I'm going to close with this thought. You came on here asking for opinions and input on a horse you want to sell. When given honest opinions on what would make him sellable, you come back with an excuse for everything that is offered. If you're satisfied with his condition that's fine. Several people have offered you opinions on what they don't like about the horse's conformation, and his bones showing is a large part of it. You can't change his actual body structure. You can make many small confo issues look not so glaring and make a much better looking horse with feed and conditioning. 

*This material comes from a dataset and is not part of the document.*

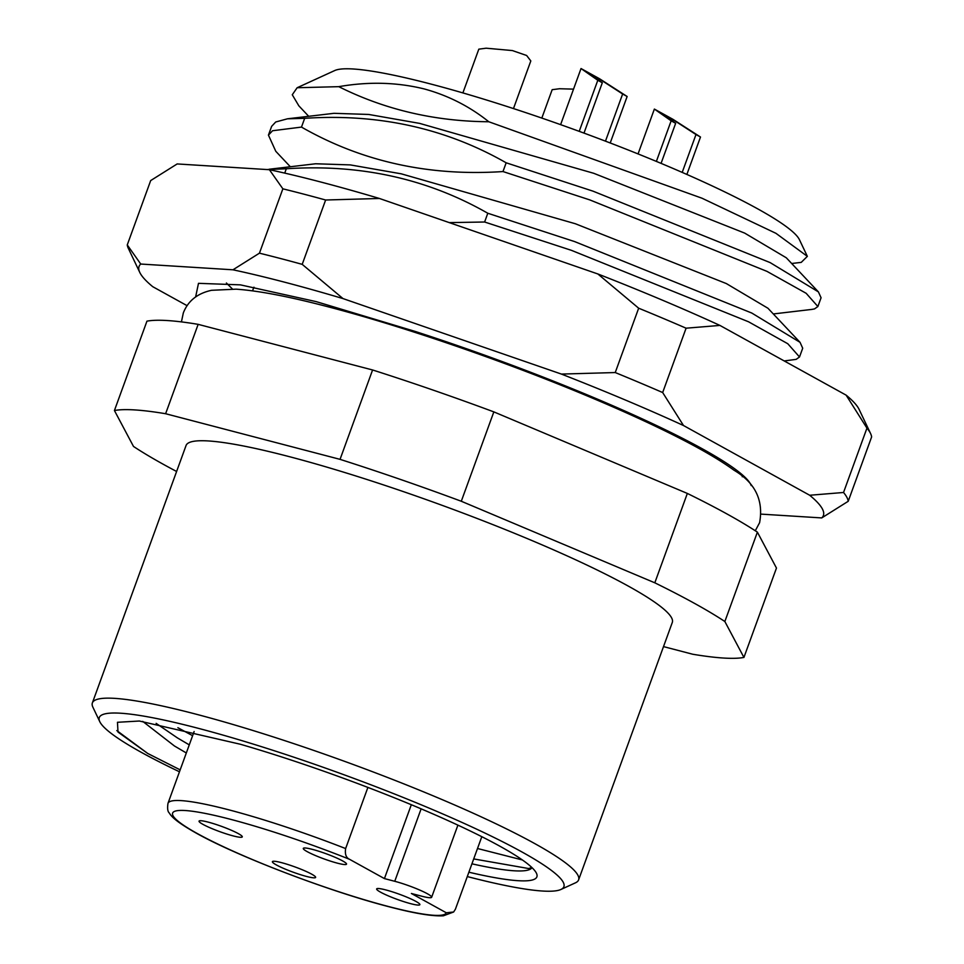 <?xml version="1.0" encoding="UTF-8"?>
<svg xmlns="http://www.w3.org/2000/svg" width="964" height="964" viewBox="0 0 964 964"><rect width="100%" height="100%" fill="white"/><g stroke="black" fill="none" stroke-linecap="round" stroke-linejoin="round"><path stroke-width="1.45" d="M467.299 876.565A247.218 29.956 -160 0 0 560.903 889.483A247.218 29.956 -160 0 0 455.514 819.533A247.218 29.956 -160 0 0 197.765 728.182A247.218 29.956 -160 0 0 99.762 721.638A247.218 29.956 -160 0 0 179.473 771.778M99.762 721.638L92.881 707.166A258.726 31.354 20 0 1 92.375 702.913A258.726 31.354 20 0 1 195.451 714.023A258.726 31.354 20 0 1 452.345 803.988A258.726 31.354 20 0 1 578.605 879.891A258.726 31.354 20 0 1 575.472 882.819L560.903 889.483M142.732 721.385L174.424 745.967L186.317 752.968M189.269 744.871L177.364 737.87L156.144 723.361M92.375 702.913L186.064 445.501A258.726 31.354 20 0 1 289.14 456.611A258.726 31.354 20 0 1 546.034 546.576A258.726 31.354 20 0 1 672.294 622.479L578.605 879.891M180.172 769.862L147.745 753.474L118.006 732.074L117.463 722.289L139.358 721.024L240.241 744.22A218.479 26.474 20 0 1 536.454 873.251A218.479 26.474 20 0 1 469.637 872.384L468.902 872.143M471.938 863.816A210.815 25.546 -160 0 0 532.008 867.648M297.49 87.579L334.713 70.553A249.134 30.185 20 0 1 430.956 84.073A249.134 30.185 20 0 1 665.558 165.254A249.134 30.185 20 0 1 799.433 239.699L807.35 256.352L775.948 233.324L701.985 198.21L488.784 121.753C469.625 106.401 448.091 95.46 424.208 88.929C396.963 82.229 368.489 81.482 338.786 86.664L297.141 87.736L292.273 94.761L298.852 105.847L308.697 116.295M791.673 263.497L801.241 262.377L807.35 256.352M449.248 222.612L484.615 222.009L487.796 213.249C427.341 178.689 360.174 163.868 286.308 168.772L284.729 173.11M484.615 222.009L571.507 250.375L748.594 321.807L787.793 343.738L799.518 356.981L796.144 359.367L784.238 360.946M799.518 356.981L802.711 348.221L800.036 342.328L751.787 313.047L574.689 241.615L487.796 213.249M286.308 168.772L266.932 169.543M502.979 171.556L506.16 162.796C445.705 128.248 378.539 113.415 304.672 118.331L301.479 127.091C361.946 161.651 429.101 176.472 502.979 171.556L589.872 199.934L766.958 271.366L806.157 293.297L817.882 306.528L814.508 308.914L811.845 309.408L773.309 313.951M817.882 306.528L821.075 297.768L818.4 291.887L770.14 262.606L593.053 191.173L506.16 162.796M304.672 118.331L287.489 118.801L275.728 121.982L271.631 126.356L268.438 135.117L272.547 130.743L301.479 127.091M290.333 166.748L275.788 151.3L268.438 135.117M744.353 476.626A287.465 34.837 20 0 1 742.22 476.71M226.407 283.006L232.396 288.971M252.544 290.839L253.628 287.899A249.134 30.185 20 0 1 253.966 287.2M818.4 291.887L786.311 257.798L744.714 233.119L593.728 173.291L419.641 123.392L368.694 114.451L333.978 113.318L287.489 118.801M800.036 342.328L767.947 308.251L726.35 283.573L575.363 223.744L401.277 173.833L350.33 164.904L315.614 163.772L269.125 169.242M338.786 86.664C384.817 109.691 434.824 121.38 488.784 121.753M176.605 471.48A344.955 41.801 20 0 1 133.502 446.453L114.427 410.531A344.955 41.801 20 0 1 165.615 413.725L340.051 459.358A344.955 41.801 20 0 1 461.298 501.256L654.809 582.81A344.955 41.801 20 0 1 724.856 621.515L743.931 657.436A344.955 41.801 20 0 1 692.742 654.243L663.509 646.603M114.427 410.531L146.95 321.157A344.955 41.801 20 0 1 198.15 324.35L372.586 369.971A344.955 41.801 20 0 1 493.833 411.881L687.344 493.435A344.955 41.801 20 0 1 757.391 532.14L776.466 568.061L743.931 657.436M757.391 532.14L724.856 621.515M654.809 582.81L687.344 493.435M493.833 411.881L461.298 501.256M340.051 459.358L372.586 369.971M198.15 324.35L165.615 413.725M531.791 867.431L528.706 868.552L473.722 858.924M147.745 753.474L116.813 730.579M522.38 859.96L477.505 848.501M192.607 735.689L177.882 727.712M367.887 787.419L345.63 848.561C344.775 854.164 346.076 857.755 349.534 859.298A145.648 17.653 -160 0 0 230.625 819.34A145.648 17.653 -160 0 0 197.415 833.595A145.648 17.653 -160 0 0 388.299 906.473A145.648 17.653 -160 0 0 446.308 912.775L453.622 912.004L455.406 909.221L481.807 836.692M312.469 849.392A22.991 2.784 -160 0 0 303.298 848.404A22.991 2.784 -160 0 0 314.529 855.152A22.991 2.784 -160 0 0 337.364 863.154A22.991 2.784 -160 0 0 346.522 864.142A22.991 2.784 -160 0 0 335.303 857.394A22.991 2.784 -160 0 0 312.469 849.392M208.212 822.123A22.991 2.784 -160 0 0 199.054 821.135A22.991 2.784 -160 0 0 210.273 827.883A22.991 2.784 -160 0 0 233.107 835.884A22.991 2.784 -160 0 0 242.277 836.873A22.991 2.784 -160 0 0 231.047 830.125A22.991 2.784 -160 0 0 208.212 822.123M281.56 862.659A22.991 2.784 -160 0 0 272.402 861.671A22.991 2.784 -160 0 0 283.621 868.419A22.991 2.784 -160 0 0 306.456 876.421A22.991 2.784 -160 0 0 315.626 877.409A22.991 2.784 -160 0 0 304.395 870.661A22.991 2.784 -160 0 0 281.56 862.659M385.817 889.929A22.991 2.784 -160 0 0 376.647 888.941A22.991 2.784 -160 0 0 387.877 895.689A22.991 2.784 -160 0 0 410.712 903.678A22.991 2.784 -160 0 0 419.87 904.666A22.991 2.784 -160 0 0 408.652 897.918A22.991 2.784 -160 0 0 385.817 889.929M349.534 859.298L384.431 878.59L394.746 881.289A24.919 3.025 20 0 1 419.485 889.953A24.919 3.025 20 0 1 431.643 897.267A24.919 3.025 20 0 1 421.726 896.195L411.399 893.495L446.308 912.775M411.315 804.723L384.431 878.59M195.62 296.972L198.488 283.332L240.434 284.862L316.18 301.624L414.966 331.363A287.465 34.837 20 0 1 750.787 484.567A287.465 34.837 20 0 1 751.221 485.591M761.476 514.149L821.726 517.921A364.127 44.127 -160 0 0 809.688 495.255L683.5 425.522A364.127 44.127 -160 0 0 561.422 374.08L343.003 298.587A364.127 44.127 -160 0 0 284.139 282.066A364.127 44.127 -160 0 0 232.963 269.8L140.732 264.04A364.127 44.127 -160 0 0 139.78 272.438A364.127 44.127 -160 0 0 152.77 286.706L187.052 305.648M259.437 253.171A383.286 46.441 20 0 1 280.271 258.46A383.286 46.441 20 0 1 302.202 264.353L325.627 200.006A383.286 46.441 -160 0 0 303.696 194.113A383.286 46.441 -160 0 0 282.862 188.823L259.437 253.171L232.963 269.8M870.576 433.535A383.286 46.441 -160 0 0 866.949 428.124L843.536 492.483A383.286 46.441 20 0 1 848.212 501.292L871.625 436.933A383.286 46.441 -160 0 0 870.576 433.535L859.117 409.423A364.127 44.127 20 0 0 846.127 395.144L719.927 325.422A364.127 44.127 20 0 0 597.861 273.969L379.442 198.476A364.127 44.127 20 0 0 269.39 169.7L177.171 163.94L150.685 180.569L127.26 244.916A383.286 46.441 20 0 0 128.32 248.314L139.78 272.438M686.091 328.194L662.666 392.541A383.286 46.441 20 0 0 615.237 372.55L638.662 308.203A383.286 46.441 -160 0 1 686.091 328.194L719.927 325.422M597.861 273.969L638.662 308.203M846.127 395.144L866.949 428.124M269.39 169.7L282.862 188.823M325.627 200.006L379.442 198.476M843.536 492.483L809.688 495.255M821.726 517.921L848.212 501.292M683.5 425.522L662.666 392.541M615.237 372.55L561.422 374.08M140.732 264.04L127.26 244.916M343.003 298.587L302.202 264.353M656.376 161.41L671.149 120.813L654.375 109.077L672.896 119.283L700.491 137.021L686.874 174.436M682.199 172.399L695.984 134.538L674.607 120.693L661.027 113.21L675.656 123.308L661.075 163.362M695.984 134.538L700.491 137.021M671.149 120.813L675.656 123.308M579.219 131.345L597.801 80.277L581.027 68.54L599.536 78.747L627.142 96.496L610.224 142.973M605.476 141.154L622.636 94.002L601.259 80.169L587.678 72.686L602.307 82.771L583.991 133.104M622.636 94.002L627.142 96.496M597.801 80.277L602.307 82.771M573.532 89.134L559.518 88.736L552.167 89.688L541.828 118.078M513.475 108.57L530.815 60.937L526.633 55.49L512.366 50.562L486.169 48.2L478.819 49.164L462.889 92.918M453.622 912.004L443.392 915.8C429.221 916.535 406.82 911.414 388.962 906.738C328.965 891.339 236.168 855.851 195.258 832.571C176.026 821.641 171.267 816.424 169.315 813.001C167.676 811.676 167.23 808.447 167.989 803.313A153.312 18.581 20 0 1 229.083 809.905A153.312 18.581 20 0 1 345.63 848.561M421.123 808.844L394.746 881.289M720.771 461.262L721.289 459.864M194.126 731.543L167.989 803.313M457.9 825.136L431.643 897.267M181.425 321.892L183.329 312.914C188.004 300.925 197.415 293.381 211.562 290.297L236.132 289.164C258.75 290.754 289.489 296.647 328.338 306.865C403.47 326.398 505.943 361.741 589.486 396.879C625.528 412.002 656.689 426.341 682.946 439.897C704.335 450.923 721.361 461.033 734.014 470.227C755.149 482.711 763.681 500.183 759.608 522.669L755.294 530.766M654.375 109.077L638.06 153.915M581.027 68.54L560.614 124.645"/></g></svg>

If the 2 main things people have offered you are either unchangeable or "perfect" then you have your answer. He's "perfect" for you, or the vet who thinks his condition is perfect for his amount of work.


----------



## Dustbunny (Oct 22, 2012)

Stunning color and beautiful coat!
I see some of the same faults as others but I guess the importance is the market you are trying to sell to. Show? Games? Hubby packer? Whatever.
At this point in my life I trail ride. I would look at him in a minute. He sounds like a nice boy.


----------



## Ace80908 (Apr 21, 2011)

I don't think his weight is offensive, but he could definately up his intake, maybe up the quality of his free feed hay? You could get 1500-2500 here (Colorado) for him in the spring, if his weight was up a bit, for those that want a bomb proof horse for kids. No one here buys before winter - I think he's cute. I would get pics of him with the kids on him as part of his sale package. That's where his strengths are.


----------



## 2SCHorses (Jun 18, 2011)

Dreamcatcher Arabians said:


> I'm going to close with this thought. You came on here asking for opinions and input on a horse you want to sell. When given honest opinions on what would make him sellable, you come back with an excuse for everything that is offered. If you're satisfied with his condition that's fine. Several people have offered you opinions on what they don't like about the horse's conformation, and his bones showing is a large part of it. You can't change his actual body structure. You can make many small confo issues look not so glaring and make a much better looking horse with feed and conditioning.
> 
> If the 2 main things people have offered you are either unchangeable or "perfect" then you have your answer. He's "perfect" for you, or the vet who thinks his condition is perfect for his amount of work.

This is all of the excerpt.